#### TASK PROMPT:
The answer must be a single number: how many lines in the records below contain the word "origin".

_ _ _

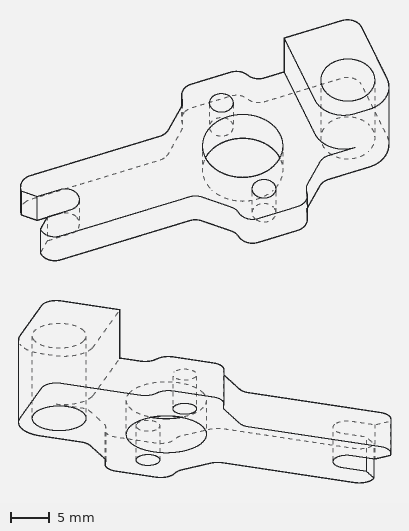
import cadquery as cq
import math

total_length = 48.85
total_width = 23.9
total_height = 12.0
plate_thickness = 5.0
top_y = 19.45
bottom_y = top_y - total_length

corner_radius = 2.0

ear_top_y = 5.0
ear_bottom_y = -4.5
ear_half_width = total_width / 2
ear_center_x = ear_half_width - corner_radius
upper_ear_center_y = ear_top_y - corner_radius
lower_ear_center_y = ear_bottom_y + corner_radius

block_left_x = -9.5
block_right_x = 5.5
block_length = 10.0
block_radius = 4.0

tail_half_width = 5.35
slot_half_width = 1.8
slot_center_y = -24.6
mouth_chamfer = tail_half_width - corner_radius - slot_half_width

bore_diameter = 10.4
block_hole_diameter = 7.0
block_hole_y = 14.6
screw_hole_diameter = 3.1
screw_hole_x = 7.6

diagonal = math.sqrt(0.5)
shoulder_offset = 1.54
inner_corner_setback = corner_radius * math.tan(math.pi / 8)


def midpoint_on_arc(center, start, end):
    """Middle point of the shorter arc between two points."""
    angle = math.atan2(start[1] + end[1] - 2 * center[1], start[0] + end[0] - 2 * center[0])
    return (
        center[0] + corner_radius * math.cos(angle),
        center[1] + corner_radius * math.sin(angle),
    )


def add_arc(path, center, start, end):
    return path.threePointArc(midpoint_on_arc(center, start, end), end)


def shoulder_path(path, side_x, ear_y):
    """Go from a straight edge at side_x, along a 45 degree shoulder, round the +X, +Y ear corner."""
    corner_y = ear_center_x + ear_y + shoulder_offset - side_x
    inner_start = (side_x, corner_y + inner_corner_setback)
    inner_center = (side_x + corner_radius, inner_start[1])
    inner_end = (
        inner_center[0] - corner_radius * diagonal,
        inner_center[1] - corner_radius * diagonal,
    )

    center_sum = shoulder_offset + corner_radius / diagonal
    center_gap = 2 * corner_radius
    blend_dx = (center_sum - math.sqrt(2 * center_gap**2 - center_sum**2)) / 2
    blend_dy = center_sum - blend_dx
    ear_center = (ear_center_x, ear_y)
    blend_center = (ear_center_x + blend_dx, ear_y + blend_dy)
    blend_start = (
        blend_center[0] - corner_radius * diagonal,
        blend_center[1] - corner_radius * diagonal,
    )
    blend_end = (ear_center_x + blend_dx / 2, ear_y + blend_dy / 2)
    ear_end = (ear_half_width, ear_y)

    path = path.lineTo(*inner_start)
    path = add_arc(path, inner_center, inner_start, inner_end)
    path = path.lineTo(*blend_start)
    path = add_arc(path, blend_center, blend_start, blend_end)
    return add_arc(path, ear_center, blend_end, ear_end)


def upper_left_path(path):
    """Go from the block's left side round a concave blend and the left ear corner."""
    center_gap = 2 * corner_radius
    blend_x = block_left_x - corner_radius
    blend_dx = blend_x + ear_center_x
    blend_dy = math.sqrt(center_gap**2 - blend_dx**2)
    ear_center = (-ear_center_x, upper_ear_center_y)
    blend_center = (blend_x, upper_ear_center_y + blend_dy)
    blend_start = (block_left_x, blend_center[1])
    blend_end = (-ear_center_x + blend_dx / 2, upper_ear_center_y + blend_dy / 2)
    ear_end = (-ear_half_width, upper_ear_center_y)

    path = path.lineTo(*blend_start)
    path = add_arc(path, blend_center, blend_start, blend_end)
    return add_arc(path, ear_center, blend_end, ear_end)


def make_upper_plate():
    """Part of the plate on the +Y side of the bore axis."""
    right = cq.Workplane("XY").moveTo(0, 0).lineTo(0, top_y).lineTo(block_right_x, top_y)
    right = shoulder_path(right, block_right_x, upper_ear_center_y)
    right = right.lineTo(ear_half_width, 0).close().extrude(plate_thickness)
    left = cq.Workplane("XY").moveTo(0, 0).lineTo(0, top_y).lineTo(block_left_x, top_y)
    left = upper_left_path(left)
    left = left.lineTo(-ear_half_width, 0).close().extrude(plate_thickness)
    plate = right.union(left)
    plate = plate.edges(cq.selectors.NearestToPointSelector((block_left_x, top_y, plate_thickness / 2)))
    plate = plate.fillet(corner_radius)
    plate = plate.edges(cq.selectors.NearestToPointSelector((block_right_x, top_y, plate_thickness / 2)))
    return plate.fillet(block_radius)


def make_lower_plate():
    """Tail and lower ear corners, drawn toward +X and +Y, then mirrored into place."""
    half = cq.Workplane("XY").lineTo(0, -bottom_y).lineTo(tail_half_width - corner_radius, -bottom_y)
    half = half.radiusArc((tail_half_width, -bottom_y - corner_radius), corner_radius)
    half = shoulder_path(half, tail_half_width, -lower_ear_center_y)
    half = half.lineTo(ear_half_width, 0).close().extrude(plate_thickness)
    half = half.mirror("XZ")
    return half.union(half.mirror("YZ"))


def make_block():
    block_width = block_right_x - block_left_x
    block = cq.Workplane("XY").box(block_width, block_length, total_height, centered=False)
    block = block.translate((block_left_x, top_y - block_length, 0))
    block = block.edges("|Z and >X").fillet(block_radius)
    return block.edges("|Z").edges("<X and >Y").fillet(corner_radius)


def make_fork_slot():
    """Round-ended slot with a chamfered mouth."""
    mouth_half_width = slot_half_width + mouth_chamfer
    return (
        cq.Workplane("XY")
        .moveTo(-mouth_half_width, bottom_y)
        .lineTo(-slot_half_width, bottom_y + mouth_chamfer)
        .lineTo(-slot_half_width, slot_center_y)
        .threePointArc((0, slot_center_y + slot_half_width), (slot_half_width, slot_center_y))
        .lineTo(slot_half_width, bottom_y + mouth_chamfer)
        .lineTo(mouth_half_width, bottom_y)
        .close()
        .extrude(plate_thickness)
    )


def make_hole(x, y, diameter):
    return cq.Workplane("XY").center(x, y).circle(diameter / 2).extrude(total_height)


result = make_upper_plate().union(make_lower_plate()).union(make_block()).clean()
result = result.cut(make_fork_slot())
result = result.cut(make_hole(0, 0, bore_diameter))
result = result.cut(make_hole(0, block_hole_y, block_hole_diameter))
for hole_x in (-screw_hole_x, screw_hole_x):
    result = result.cut(make_hole(hole_x, 0, screw_hole_diameter))
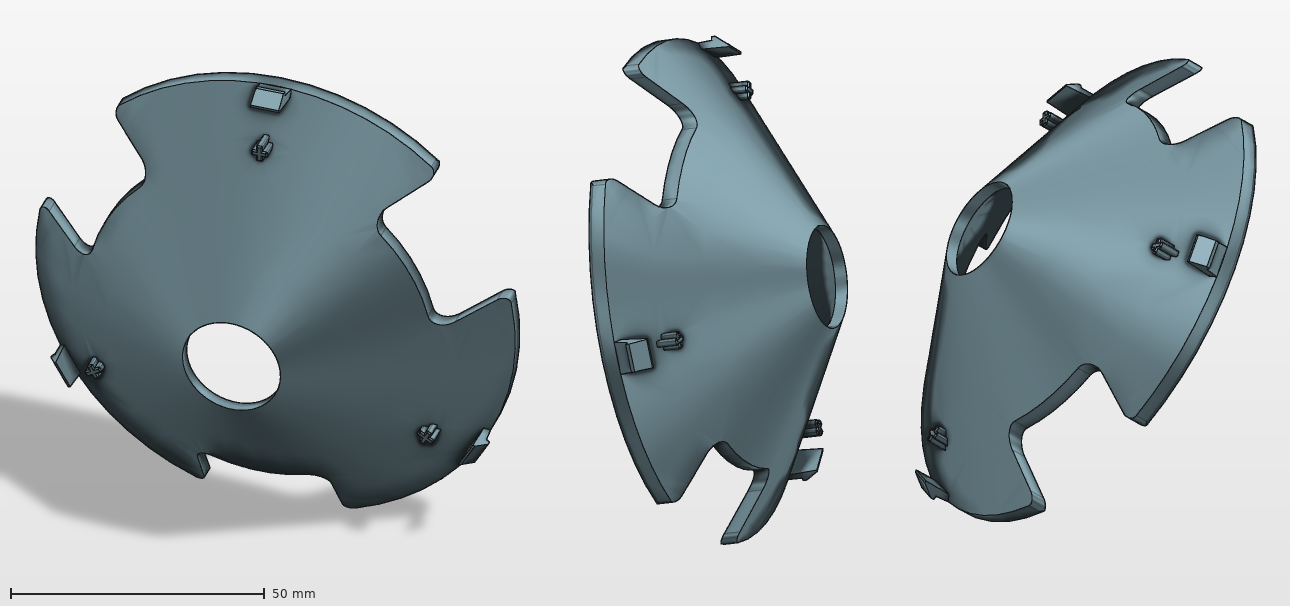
import cadquery as cq
import math

rim_radius = 50.0
bore_radius = 10.2
depth = 29.6
rim_width = 3.3
bore_wall = 2.6
rim_bevel_length = 0.6
rim_bevel_depth = 0.2

lobe_count = 3
lobe_spacing = 360 / lobe_count
notch_floor_radius = 36.1
notch_floor_half_width = 13.9
notch_rim_half_width = 14.6
notch_root_fillet = 3.3
lobe_corner_fillet = 1.7

hook_underside = 48.5
hook_peak = 51.0
neck_root = 49.9
neck_end = 50.2
catch_start = 6.1
catch_end = 6.8
hook_reach = 9.9
hook_tip_thickness = 0.4
hook_root_width = 7.2
hook_tip_width = 6.0
hook_side_draft = 8.0

pin_radius = 40.0
pin_reach = 13.1
pin_upright_length = 3.6
pin_crossbar_length = 3.3
pin_arm_width = 1.3
pin_edge_fillet = 0.3
pin_tip_chamfer = 0.3

cone_slope = (depth - rim_width) / (rim_radius - bore_radius)


def outer_depth(radius):
    """Depth of the outer cone surface below the back face."""
    return rim_width + cone_slope * (rim_radius - radius)


def revolved_shell():
    """Cone shell with a short cylindrical rim, bevelled at the sharp back edge."""
    return (
        cq.Workplane("YZ")
        .polyline([
            (0, rim_radius - rim_bevel_depth),
            (-rim_bevel_length, rim_radius),
            (-rim_width, rim_radius),
            (-depth, bore_radius),
            (bore_wall - depth, bore_radius),
        ])
        .close()
        .revolve(360, (0, 0), (1, 0))
    )


def notch():
    """Flared slot at the bottom of the rim, ending on a round floor."""
    flare = (notch_rim_half_width - notch_floor_half_width) / (rim_radius - notch_floor_radius)
    far = rim_radius + 10
    near = notch_floor_radius / 2

    def half_width(radius):
        return notch_floor_half_width + flare * (radius - notch_floor_radius)

    wedge = (
        cq.Workplane("XZ")
        .polyline([
            (-half_width(near), -near),
            (half_width(near), -near),
            (half_width(far), -far),
            (-half_width(far), -far),
        ])
        .close()
        .extrude(depth)
    )
    return wedge.cut(cq.Workplane("XZ").circle(notch_floor_radius).extrude(depth))


def around_axis(body):
    """Copies of a body at every lobe."""
    copies = body
    for index in range(1, lobe_count):
        copies = copies.union(body.rotate((0, 0, 0), (0, 1, 0), index * lobe_spacing))
    return copies


def lobed_outline():
    """Prism with the three-lobed outline seen along the axis."""
    prism = cq.Workplane("XZ").circle(rim_radius).extrude(depth).cut(around_axis(notch()))
    middle_radius = (rim_radius + notch_floor_radius) / 2
    lobe_corners = []
    notch_roots = []
    for edge in prism.edges("|Y").vals():
        center = edge.Center()
        distance = math.hypot(center.x, center.z)
        if distance < middle_radius:
            notch_roots.append(edge)
        else:
            lobe_corners.append(edge)
    solid = prism.val().fillet(lobe_corner_fillet, lobe_corners)
    solid = solid.fillet(notch_root_fillet, notch_roots)
    return cq.Workplane(obj=solid)


def hook():
    """Snap hook on the top lobe: a neck rising from the rim, then a catch with a sloped nose."""
    root = rim_width / 2
    profile = (
        cq.Workplane("YZ")
        .polyline([
            (-root, hook_underside),
            (-rim_width, neck_root),
            (-catch_start, neck_end),
            (-catch_start, hook_peak),
            (-catch_end, hook_peak),
            (-hook_reach, hook_underside + hook_tip_thickness),
            (-hook_reach, hook_underside),
        ])
        .close()
        .extrude(hook_root_width, both=True)
    )
    plan = (
        cq.Workplane("XY", origin=(0, 0, hook_underside))
        .polyline([
            (-hook_root_width / 2, -root),
            (hook_root_width / 2, -root),
            (hook_tip_width / 2, -hook_reach),
            (-hook_tip_width / 2, -hook_reach),
        ])
        .close()
        .extrude(hook_peak - hook_underside, taper=hook_side_draft)
    )
    return profile.intersect(plan)


def pin():
    """Cross-shaped pin on the top lobe, parallel to the axis."""
    base = outer_depth(pin_radius + pin_upright_length / 2) - bore_wall / 2
    length = pin_reach - base
    plane = cq.Workplane("XZ", origin=(0, -base, pin_radius))

    def arm(size_x, size_z, end_edges):
        bar = plane.rect(size_x, size_z).extrude(length)
        bar = bar.edges("|Y").fillet(pin_edge_fillet)
        return bar.faces("<Y").edges(end_edges).chamfer(pin_tip_chamfer)

    upright = arm(pin_arm_width, pin_upright_length, "<Z")
    crossbar = arm(pin_crossbar_length, pin_arm_width, "<X or >X")
    return upright.union(crossbar)


shell = revolved_shell().intersect(lobed_outline())
result = shell.union(around_axis(pin())).union(around_axis(hook()))
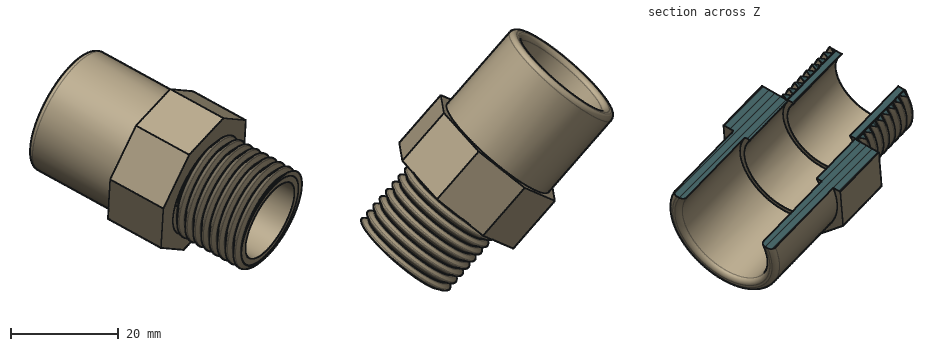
import cadquery as cq
import math

socket_length = 19.0
nut_length = 12.0
spigot_length = 15.0
nut_end = socket_length + nut_length
fitting_end = nut_end + spigot_length

socket_diameter = 25.0
socket_bore = 20.0
rim_fillet = 1.0
nut_bore = 18.0
nut_across_flats = 27.0
nut_sides = 8
nut_corner_angle = 18.57
spigot_diameter = 18.59
spigot_bore = 15.96

thread_pitch = 25.4 / 14
crest_diameter = 20.955
thread_depth = 0.640327 * thread_pitch
rounding_radius = 0.137329 * thread_pitch
flank_angle = math.radians(27.5)
root_gap = 0.06
trim_allowance = 0.3
trim_overrun = 1.0
crest_x_at_top = 44.65


def cylinder(diameter, start, end):
    """Solid cylinder on the X axis between two X positions."""
    return cq.Workplane("YZ", origin=(start, 0, 0)).circle(diameter / 2).extrude(end - start)


def make_socket():
    """Pipe socket with both edges of its mouth rounded."""
    socket = cylinder(socket_diameter, 0, socket_length)
    socket = socket.cut(cylinder(socket_bore, 0, socket_length))
    return socket.faces("<X").edges().fillet(rim_fillet)


def make_nut():
    """Octagonal nut whose narrower bore leaves a stop for the pipe."""
    corner_diameter = nut_across_flats / math.cos(math.pi / nut_sides)
    nut = (
        cq.Workplane("YZ", origin=(socket_length, 0, 0))
        .polygon(nut_sides, corner_diameter)
        .extrude(nut_length)
        .rotate((0, 0, 0), (1, 0, 0), nut_corner_angle)
    )
    return nut.cut(cylinder(nut_bore, socket_length, nut_end))


def make_spigot():
    """Plain tube under the thread."""
    spigot = cylinder(spigot_diameter, nut_end, fitting_end)
    return spigot.cut(cylinder(spigot_bore, nut_end, fitting_end))


def thread_section():
    """Section of one turn as (radius, offset along the axis), mirrored about its crest."""
    crest_radius = crest_diameter / 2
    crest_centre = crest_radius - rounding_radius
    root_centre = crest_radius - thread_depth + rounding_radius
    half_pitch = thread_pitch / 2
    half_gap = root_gap / 2

    def on_crest(angle):
        """Point of the crest rounding, with the angle measured from the axial direction."""
        return (
            crest_centre + rounding_radius * math.sin(angle),
            rounding_radius * math.cos(angle),
        )

    def on_root(angle):
        """Point of the root rounding, with the angle measured from the axial direction."""
        return (
            root_centre - rounding_radius * math.sin(angle),
            half_pitch - rounding_radius * math.cos(angle),
        )

    def mirrored(point):
        return (point[0], -point[1])

    crest_apex_angle = math.pi / 2
    root_end_angle = math.acos(half_gap / rounding_radius)
    apex = on_crest(crest_apex_angle)
    crest_middle = on_crest((flank_angle + crest_apex_angle) / 2)
    flank_top = on_crest(flank_angle)
    flank_bottom = on_root(flank_angle)
    root_middle = on_root((flank_angle + root_end_angle) / 2)
    root_end = on_root(root_end_angle)
    base = (spigot_diameter / 2 - trim_allowance, root_end[1])

    return (
        cq.Workplane("XZ")
        .moveTo(*apex)
        .threePointArc(crest_middle, flank_top)
        .lineTo(*flank_bottom)
        .threePointArc(root_middle, root_end)
        .lineTo(*base)
        .lineTo(*mirrored(base))
        .lineTo(*mirrored(root_end))
        .threePointArc(mirrored(root_middle), mirrored(flank_bottom))
        .lineTo(*mirrored(flank_top))
        .threePointArc(mirrored(crest_middle), apex)
        .close()
    )


def make_body():
    """Socket, nut and spigot in one piece."""
    return make_socket().union(make_nut()).union(make_spigot())


def make_thread():
    """Right-hand helical ridge around the spigot, trimmed to the spigot's length and surface."""
    turns_past_top_crest = 2
    turns = math.ceil(spigot_length / thread_pitch) + turns_past_top_crest + 1
    helix = cq.Wire.makeHelix(thread_pitch, turns * thread_pitch, spigot_diameter / 2)
    ridge = thread_section().sweep(cq.Workplane(obj=helix), isFrenet=True)

    ridge = ridge.rotate((0, 0, 0), (0, 1, 0), 90).rotate((0, 0, 0), (1, 0, 0), 180)
    ridge = ridge.translate((crest_x_at_top - (turns - turns_past_top_crest) * thread_pitch, 0, 0))
    ridge = ridge.intersect(cylinder(socket_diameter, nut_end, fitting_end))
    return ridge.cut(cylinder(spigot_diameter, nut_end - trim_overrun, fitting_end + trim_overrun))


body = make_body()
thread = make_thread()

result = cq.Compound.makeCompound([*body.solids().vals(), *thread.solids().vals()])

_ _ _

#### OUTPUT:
4